• TASK ITEM:
Whenever the word "research" turns up in a line below, that line should be copied.
** Opening DATA SECTION block **
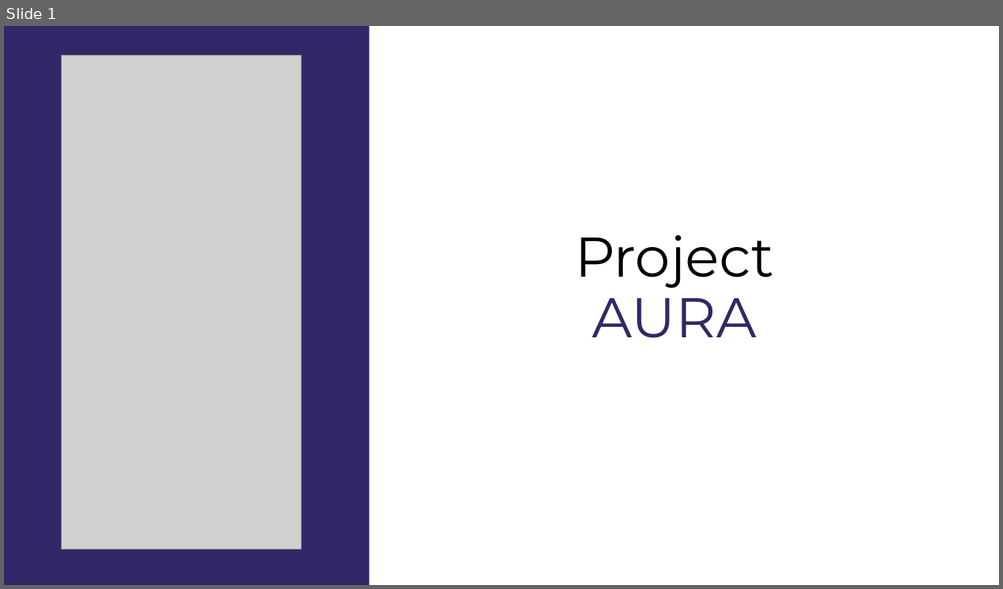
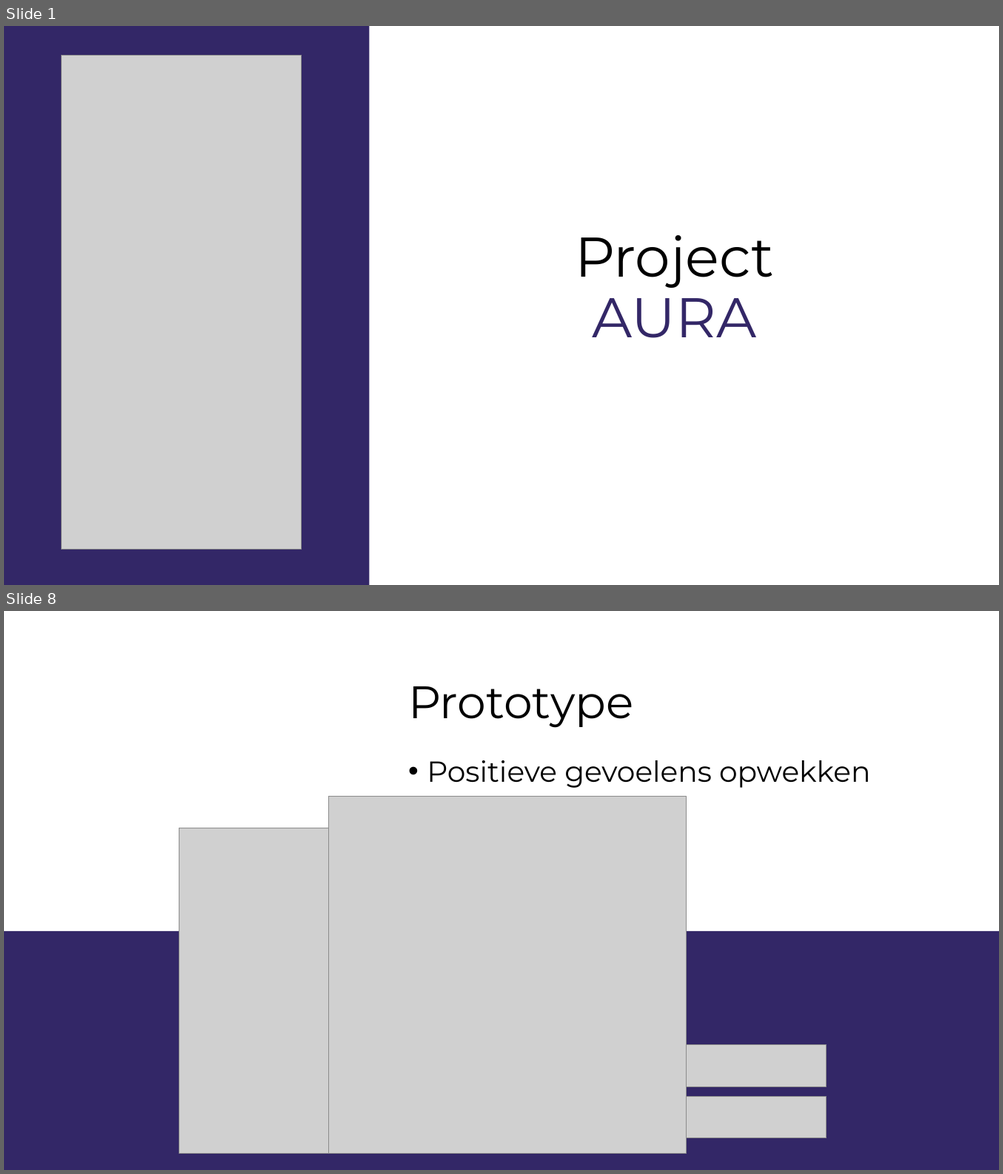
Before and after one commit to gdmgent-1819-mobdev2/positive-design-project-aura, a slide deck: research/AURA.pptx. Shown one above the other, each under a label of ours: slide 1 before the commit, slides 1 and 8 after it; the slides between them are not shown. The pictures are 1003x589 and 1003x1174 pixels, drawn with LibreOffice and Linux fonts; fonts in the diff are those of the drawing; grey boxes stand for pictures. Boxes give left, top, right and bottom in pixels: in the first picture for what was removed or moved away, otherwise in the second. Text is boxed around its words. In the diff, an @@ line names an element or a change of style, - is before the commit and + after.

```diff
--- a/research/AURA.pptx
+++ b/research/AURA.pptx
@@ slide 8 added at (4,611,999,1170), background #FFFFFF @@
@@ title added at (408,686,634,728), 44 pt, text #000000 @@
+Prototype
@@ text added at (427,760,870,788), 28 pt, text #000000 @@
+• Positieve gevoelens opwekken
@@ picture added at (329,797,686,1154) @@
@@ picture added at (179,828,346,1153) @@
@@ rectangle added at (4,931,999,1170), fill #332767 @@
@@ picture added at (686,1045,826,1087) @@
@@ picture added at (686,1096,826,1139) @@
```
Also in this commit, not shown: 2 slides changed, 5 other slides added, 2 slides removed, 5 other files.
** Closing DATA SECTION block **
• RESPONSE AREA:
Before and after one commit to gdmgent-1819-mobdev2/positive-design-project-aura, a slide deck: research/AURA.pptx. Shown one above the other, each under a label of ours: slide 1 before the commit, slides 1 and 8 after it; the slides between them are not shown. The pictures are 1003x589 and 1003x1174 pixels, drawn with LibreOffice and Linux fonts; fonts in the diff are those of the drawing; grey boxes stand for pictures. Boxes give left, top, right and bottom in pixels: in the first picture for what was removed or moved away, otherwise in the second. Text is boxed around its words. In the diff, an @@ line names an element or a change of style, - is before the commit and + after.
--- a/research/AURA.pptx
+++ b/research/AURA.pptx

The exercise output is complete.